In Bandwidth Shipping v Intaari [2007] EWCA Civ 998, the Court of Appeal stated that s.68 imposed a high hurdle to a party seeking to set aside an award.

A common complaint in rent review cases is the arbitrator using his own expertise on rental values. An arbitrator is entitled to make use of his own experience in reaching his conclusions, provided that it is of a kind and in the range of knowledge that one would reasonably expect the arbitrator to have, and providing that he uses it to evaluate the evidence called and not to introduce new and different evidence (Checkpoint Ltd v Strathclyde Pension Fund [2003] EWCA Civ 84).

But an arbitrator cannot use his expertise to introduce new evidence which he then fails to allow the parties to address (see Eastcheap Dried Fruit & Co v NV Gerbroedus Catz Handelsvereeniging [1962] 1 Lloyds Rep 283; or make an award based upon arguments or evidence that were not presented to him, or upon a basis that is contrary to the common assumption of the parties as represented to him: see the judgment of Bingham J (as he then was) in Zermalt Holdings SA v Nu-Life Upholstery Repairs Limited [1985] 2 EGLR, 14 at page 15 K-N.

He may however deploy the evidence that he has heard in a way that is materially different from the way in which the parties' valuers did, provided that the parties have raised the issue and/or that it is a point with which they have had an opportunity to deal (see Bulfracht (Cyprus) Ltd v Boneset Shipping Ltd (The Pamphilios) [2002] 2 Ll Rep 681).

Under s.68 substantial injustice must have been caused for a challenge to succeed.
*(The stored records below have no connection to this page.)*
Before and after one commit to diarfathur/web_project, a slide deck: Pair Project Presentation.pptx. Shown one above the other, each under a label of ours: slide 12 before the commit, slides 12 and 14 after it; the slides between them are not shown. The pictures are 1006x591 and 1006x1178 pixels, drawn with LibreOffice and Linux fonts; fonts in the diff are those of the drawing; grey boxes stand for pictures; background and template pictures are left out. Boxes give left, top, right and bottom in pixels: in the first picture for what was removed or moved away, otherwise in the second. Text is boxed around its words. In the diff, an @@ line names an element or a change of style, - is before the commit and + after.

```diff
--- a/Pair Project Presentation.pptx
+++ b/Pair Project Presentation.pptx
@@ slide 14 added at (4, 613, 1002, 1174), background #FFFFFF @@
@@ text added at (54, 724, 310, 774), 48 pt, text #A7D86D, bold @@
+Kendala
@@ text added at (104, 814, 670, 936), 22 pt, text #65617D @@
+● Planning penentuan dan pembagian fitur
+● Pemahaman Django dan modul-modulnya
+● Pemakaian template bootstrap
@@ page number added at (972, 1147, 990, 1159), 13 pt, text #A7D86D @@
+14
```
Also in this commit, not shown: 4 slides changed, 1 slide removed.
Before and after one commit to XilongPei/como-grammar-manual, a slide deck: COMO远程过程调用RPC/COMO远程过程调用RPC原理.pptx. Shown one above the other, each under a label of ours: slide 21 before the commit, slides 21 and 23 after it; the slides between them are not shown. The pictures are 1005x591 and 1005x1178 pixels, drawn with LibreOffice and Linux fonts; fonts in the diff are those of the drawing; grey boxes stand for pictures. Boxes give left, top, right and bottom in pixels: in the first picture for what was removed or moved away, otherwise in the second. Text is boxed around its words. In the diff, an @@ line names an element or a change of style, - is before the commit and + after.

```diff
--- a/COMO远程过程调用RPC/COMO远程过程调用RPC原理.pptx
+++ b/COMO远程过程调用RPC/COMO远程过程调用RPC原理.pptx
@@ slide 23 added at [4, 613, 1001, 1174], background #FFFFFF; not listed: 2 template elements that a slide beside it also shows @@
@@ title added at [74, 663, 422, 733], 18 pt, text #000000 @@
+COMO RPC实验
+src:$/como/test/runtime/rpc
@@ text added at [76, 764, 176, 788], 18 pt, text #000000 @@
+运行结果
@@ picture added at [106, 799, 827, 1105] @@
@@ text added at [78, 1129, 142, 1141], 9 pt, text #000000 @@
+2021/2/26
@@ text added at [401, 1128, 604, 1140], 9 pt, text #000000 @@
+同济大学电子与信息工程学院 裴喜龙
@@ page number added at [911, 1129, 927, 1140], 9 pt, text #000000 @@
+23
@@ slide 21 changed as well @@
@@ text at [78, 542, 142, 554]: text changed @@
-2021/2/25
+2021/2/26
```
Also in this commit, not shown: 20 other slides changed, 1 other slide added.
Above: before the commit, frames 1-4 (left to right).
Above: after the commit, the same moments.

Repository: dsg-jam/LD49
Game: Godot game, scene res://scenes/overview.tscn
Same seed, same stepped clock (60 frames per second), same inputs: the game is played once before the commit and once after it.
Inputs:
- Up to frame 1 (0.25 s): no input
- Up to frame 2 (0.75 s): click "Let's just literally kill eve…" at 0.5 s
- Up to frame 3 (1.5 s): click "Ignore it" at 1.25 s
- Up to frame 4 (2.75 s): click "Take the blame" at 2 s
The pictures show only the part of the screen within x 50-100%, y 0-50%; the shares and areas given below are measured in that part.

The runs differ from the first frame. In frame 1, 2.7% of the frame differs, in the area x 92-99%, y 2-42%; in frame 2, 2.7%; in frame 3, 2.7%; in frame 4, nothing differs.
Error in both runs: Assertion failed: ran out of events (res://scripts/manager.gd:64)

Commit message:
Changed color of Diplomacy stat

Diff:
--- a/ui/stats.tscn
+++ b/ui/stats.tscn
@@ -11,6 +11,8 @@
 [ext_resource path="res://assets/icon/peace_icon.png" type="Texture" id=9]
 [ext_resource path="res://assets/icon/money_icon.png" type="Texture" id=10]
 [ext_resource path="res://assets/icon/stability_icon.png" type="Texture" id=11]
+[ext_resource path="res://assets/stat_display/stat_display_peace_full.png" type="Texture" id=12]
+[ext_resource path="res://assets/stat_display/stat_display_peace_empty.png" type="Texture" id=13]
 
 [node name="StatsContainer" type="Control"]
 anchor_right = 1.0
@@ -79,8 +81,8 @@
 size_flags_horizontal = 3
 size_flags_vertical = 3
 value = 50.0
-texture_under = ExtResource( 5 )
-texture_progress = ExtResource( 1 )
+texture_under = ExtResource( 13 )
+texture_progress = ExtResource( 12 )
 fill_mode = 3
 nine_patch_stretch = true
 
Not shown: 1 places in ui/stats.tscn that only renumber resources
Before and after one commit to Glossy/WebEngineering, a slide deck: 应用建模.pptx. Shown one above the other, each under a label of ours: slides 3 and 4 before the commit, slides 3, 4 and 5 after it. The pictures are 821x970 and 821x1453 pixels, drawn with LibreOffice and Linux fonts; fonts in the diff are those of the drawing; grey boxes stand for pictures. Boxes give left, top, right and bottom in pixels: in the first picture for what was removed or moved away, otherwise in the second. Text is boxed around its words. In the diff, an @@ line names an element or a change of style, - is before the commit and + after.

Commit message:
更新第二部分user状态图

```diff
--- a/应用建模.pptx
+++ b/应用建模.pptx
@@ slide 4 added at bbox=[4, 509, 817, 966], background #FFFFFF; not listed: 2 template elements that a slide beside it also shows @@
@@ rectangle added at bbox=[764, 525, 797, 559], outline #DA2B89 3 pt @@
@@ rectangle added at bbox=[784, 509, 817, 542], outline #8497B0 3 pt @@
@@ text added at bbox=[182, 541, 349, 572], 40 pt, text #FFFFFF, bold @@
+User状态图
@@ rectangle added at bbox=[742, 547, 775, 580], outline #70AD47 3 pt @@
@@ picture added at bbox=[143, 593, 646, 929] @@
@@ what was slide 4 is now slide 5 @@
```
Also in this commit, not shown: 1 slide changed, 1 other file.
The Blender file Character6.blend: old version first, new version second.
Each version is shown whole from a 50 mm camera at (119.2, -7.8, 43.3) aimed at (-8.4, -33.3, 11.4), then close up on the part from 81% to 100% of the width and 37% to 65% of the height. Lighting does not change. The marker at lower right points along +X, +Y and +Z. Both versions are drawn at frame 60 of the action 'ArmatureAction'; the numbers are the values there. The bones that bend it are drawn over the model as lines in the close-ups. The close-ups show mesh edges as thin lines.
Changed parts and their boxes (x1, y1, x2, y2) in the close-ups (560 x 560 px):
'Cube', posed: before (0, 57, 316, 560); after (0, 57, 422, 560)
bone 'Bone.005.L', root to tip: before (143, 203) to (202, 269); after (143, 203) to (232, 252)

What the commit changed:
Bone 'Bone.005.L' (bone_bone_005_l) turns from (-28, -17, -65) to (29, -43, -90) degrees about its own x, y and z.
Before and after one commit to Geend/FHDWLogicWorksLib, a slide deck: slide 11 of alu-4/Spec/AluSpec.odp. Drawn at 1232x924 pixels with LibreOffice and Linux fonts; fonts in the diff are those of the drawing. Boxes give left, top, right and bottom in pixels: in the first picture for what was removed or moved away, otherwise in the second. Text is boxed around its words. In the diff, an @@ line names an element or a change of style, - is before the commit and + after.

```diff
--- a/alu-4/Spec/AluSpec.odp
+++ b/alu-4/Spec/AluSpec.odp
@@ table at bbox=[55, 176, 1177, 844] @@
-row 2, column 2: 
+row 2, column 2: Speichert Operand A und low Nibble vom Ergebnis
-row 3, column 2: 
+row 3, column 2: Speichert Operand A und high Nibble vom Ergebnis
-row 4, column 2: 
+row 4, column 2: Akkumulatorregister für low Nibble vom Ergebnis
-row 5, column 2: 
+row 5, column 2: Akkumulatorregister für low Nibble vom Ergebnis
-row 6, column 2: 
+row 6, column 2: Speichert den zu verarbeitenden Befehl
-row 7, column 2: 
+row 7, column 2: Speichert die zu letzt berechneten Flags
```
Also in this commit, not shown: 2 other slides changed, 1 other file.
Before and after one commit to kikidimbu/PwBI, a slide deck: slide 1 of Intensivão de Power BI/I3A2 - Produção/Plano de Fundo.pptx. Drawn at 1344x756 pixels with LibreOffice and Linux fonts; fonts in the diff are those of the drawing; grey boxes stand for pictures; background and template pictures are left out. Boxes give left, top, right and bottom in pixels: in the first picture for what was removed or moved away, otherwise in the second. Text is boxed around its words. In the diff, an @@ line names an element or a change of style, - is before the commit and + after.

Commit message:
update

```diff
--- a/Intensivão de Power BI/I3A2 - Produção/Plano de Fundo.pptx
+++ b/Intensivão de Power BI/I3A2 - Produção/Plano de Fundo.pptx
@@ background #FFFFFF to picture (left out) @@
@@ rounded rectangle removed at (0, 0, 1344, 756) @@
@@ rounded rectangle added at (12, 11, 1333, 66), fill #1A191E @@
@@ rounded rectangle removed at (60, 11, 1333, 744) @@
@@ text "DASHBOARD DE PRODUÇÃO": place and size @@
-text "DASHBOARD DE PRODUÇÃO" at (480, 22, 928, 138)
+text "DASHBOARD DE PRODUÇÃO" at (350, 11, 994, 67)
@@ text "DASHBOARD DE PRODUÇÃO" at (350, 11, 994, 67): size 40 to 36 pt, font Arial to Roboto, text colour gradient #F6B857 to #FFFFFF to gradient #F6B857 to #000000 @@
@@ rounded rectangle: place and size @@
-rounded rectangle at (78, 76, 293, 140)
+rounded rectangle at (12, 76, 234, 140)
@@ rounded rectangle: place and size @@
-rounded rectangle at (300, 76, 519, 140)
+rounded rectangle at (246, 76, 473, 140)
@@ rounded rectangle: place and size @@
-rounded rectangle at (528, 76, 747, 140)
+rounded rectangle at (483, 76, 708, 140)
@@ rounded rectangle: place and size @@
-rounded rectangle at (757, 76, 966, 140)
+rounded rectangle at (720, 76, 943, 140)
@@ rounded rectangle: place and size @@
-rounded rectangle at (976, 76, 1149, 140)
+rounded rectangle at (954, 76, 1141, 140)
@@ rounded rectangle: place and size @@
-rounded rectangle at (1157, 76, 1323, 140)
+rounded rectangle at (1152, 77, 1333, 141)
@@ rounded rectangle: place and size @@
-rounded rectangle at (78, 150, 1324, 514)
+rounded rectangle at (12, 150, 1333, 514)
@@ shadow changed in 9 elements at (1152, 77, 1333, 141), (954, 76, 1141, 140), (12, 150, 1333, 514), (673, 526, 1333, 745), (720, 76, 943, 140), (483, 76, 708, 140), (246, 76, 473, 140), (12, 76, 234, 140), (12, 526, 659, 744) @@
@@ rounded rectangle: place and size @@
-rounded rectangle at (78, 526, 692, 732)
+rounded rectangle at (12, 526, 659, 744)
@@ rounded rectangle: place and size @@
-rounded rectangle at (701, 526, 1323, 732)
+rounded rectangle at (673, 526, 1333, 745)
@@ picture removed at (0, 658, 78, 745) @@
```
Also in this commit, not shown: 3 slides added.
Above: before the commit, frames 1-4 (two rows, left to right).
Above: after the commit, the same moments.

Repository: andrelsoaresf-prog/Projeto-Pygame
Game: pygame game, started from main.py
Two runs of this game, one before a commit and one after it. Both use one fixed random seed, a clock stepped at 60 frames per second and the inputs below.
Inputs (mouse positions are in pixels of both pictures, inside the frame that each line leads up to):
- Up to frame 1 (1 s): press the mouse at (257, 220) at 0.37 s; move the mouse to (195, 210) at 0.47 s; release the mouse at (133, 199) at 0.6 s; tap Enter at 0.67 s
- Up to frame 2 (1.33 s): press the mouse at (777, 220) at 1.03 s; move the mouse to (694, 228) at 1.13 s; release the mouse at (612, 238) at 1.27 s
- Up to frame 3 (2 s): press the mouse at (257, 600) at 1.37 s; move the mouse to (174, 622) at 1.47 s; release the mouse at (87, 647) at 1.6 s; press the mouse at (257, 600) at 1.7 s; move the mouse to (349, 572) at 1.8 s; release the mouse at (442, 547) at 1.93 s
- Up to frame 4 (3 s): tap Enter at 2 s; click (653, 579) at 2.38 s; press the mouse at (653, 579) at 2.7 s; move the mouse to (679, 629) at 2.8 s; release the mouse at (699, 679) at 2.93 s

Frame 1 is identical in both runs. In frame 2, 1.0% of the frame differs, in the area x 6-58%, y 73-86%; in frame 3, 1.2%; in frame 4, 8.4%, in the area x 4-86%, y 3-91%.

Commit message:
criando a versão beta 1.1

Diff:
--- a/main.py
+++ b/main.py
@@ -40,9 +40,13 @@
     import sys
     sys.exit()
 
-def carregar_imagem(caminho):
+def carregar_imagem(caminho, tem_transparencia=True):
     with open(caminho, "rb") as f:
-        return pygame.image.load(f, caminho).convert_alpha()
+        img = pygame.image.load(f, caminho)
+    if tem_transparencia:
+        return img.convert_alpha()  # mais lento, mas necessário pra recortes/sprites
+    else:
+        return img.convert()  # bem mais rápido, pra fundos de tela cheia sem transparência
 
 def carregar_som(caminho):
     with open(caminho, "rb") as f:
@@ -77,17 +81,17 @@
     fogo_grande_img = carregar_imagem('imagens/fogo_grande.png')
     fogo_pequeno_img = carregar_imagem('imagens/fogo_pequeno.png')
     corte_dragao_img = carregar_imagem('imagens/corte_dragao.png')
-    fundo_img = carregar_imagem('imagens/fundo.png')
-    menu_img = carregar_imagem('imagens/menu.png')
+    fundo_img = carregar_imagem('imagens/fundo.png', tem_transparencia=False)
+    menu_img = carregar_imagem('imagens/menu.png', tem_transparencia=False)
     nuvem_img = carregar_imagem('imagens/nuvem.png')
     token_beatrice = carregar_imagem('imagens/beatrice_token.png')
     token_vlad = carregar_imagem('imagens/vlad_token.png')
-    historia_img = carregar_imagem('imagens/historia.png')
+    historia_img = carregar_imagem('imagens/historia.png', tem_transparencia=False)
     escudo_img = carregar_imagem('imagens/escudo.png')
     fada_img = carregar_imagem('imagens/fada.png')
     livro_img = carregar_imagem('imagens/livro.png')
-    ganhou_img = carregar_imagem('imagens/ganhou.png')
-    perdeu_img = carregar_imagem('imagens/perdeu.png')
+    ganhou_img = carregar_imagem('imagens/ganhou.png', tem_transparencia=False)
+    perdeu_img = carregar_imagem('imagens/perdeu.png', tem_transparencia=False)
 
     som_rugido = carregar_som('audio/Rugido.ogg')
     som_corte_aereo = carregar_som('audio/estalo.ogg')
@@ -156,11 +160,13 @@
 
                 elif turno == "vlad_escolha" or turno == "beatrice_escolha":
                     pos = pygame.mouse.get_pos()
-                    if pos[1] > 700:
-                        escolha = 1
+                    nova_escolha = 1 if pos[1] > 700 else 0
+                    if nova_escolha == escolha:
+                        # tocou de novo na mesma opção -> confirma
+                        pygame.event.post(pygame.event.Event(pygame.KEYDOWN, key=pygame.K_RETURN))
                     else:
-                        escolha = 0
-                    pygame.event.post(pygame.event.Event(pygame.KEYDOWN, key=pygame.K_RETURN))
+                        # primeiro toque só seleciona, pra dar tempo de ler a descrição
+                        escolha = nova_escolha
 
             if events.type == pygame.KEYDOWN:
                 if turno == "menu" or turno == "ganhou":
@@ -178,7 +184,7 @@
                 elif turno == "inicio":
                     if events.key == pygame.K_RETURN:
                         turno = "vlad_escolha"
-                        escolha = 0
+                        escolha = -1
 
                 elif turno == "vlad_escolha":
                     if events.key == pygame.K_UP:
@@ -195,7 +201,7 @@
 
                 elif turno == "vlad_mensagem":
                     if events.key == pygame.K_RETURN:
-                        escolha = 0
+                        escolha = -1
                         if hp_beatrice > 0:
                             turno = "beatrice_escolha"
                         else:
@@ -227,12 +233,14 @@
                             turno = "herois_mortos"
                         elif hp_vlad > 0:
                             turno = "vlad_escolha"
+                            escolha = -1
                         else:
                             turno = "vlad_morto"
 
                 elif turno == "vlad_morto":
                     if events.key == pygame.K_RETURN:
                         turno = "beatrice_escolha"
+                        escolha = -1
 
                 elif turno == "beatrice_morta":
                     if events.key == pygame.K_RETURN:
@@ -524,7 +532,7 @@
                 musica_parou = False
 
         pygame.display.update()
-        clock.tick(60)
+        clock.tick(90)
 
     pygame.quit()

Having chosen arbitration the parties cannot validly complain of substantial injustice unless what has happened simply cannot, on any view, be defended as an acceptable consequence of that choice. Provided a party has not been deprived of his opportunity to present his case properly and would have conducted his case in a similar way with or without the irregularity, the award would be upheld.

An arbitrator is not obliged to deal with each and every point in dispute. It is sufficient if he deals with the main issues.

The court has wide discretion whether to remit or set aside the award, but subject to s.68 (3). In general it will remit the matter, unless it is clear what the correct answer is.

Challenging rent review arbitration awards is not easy, but as the economy tightens more attempts may occur.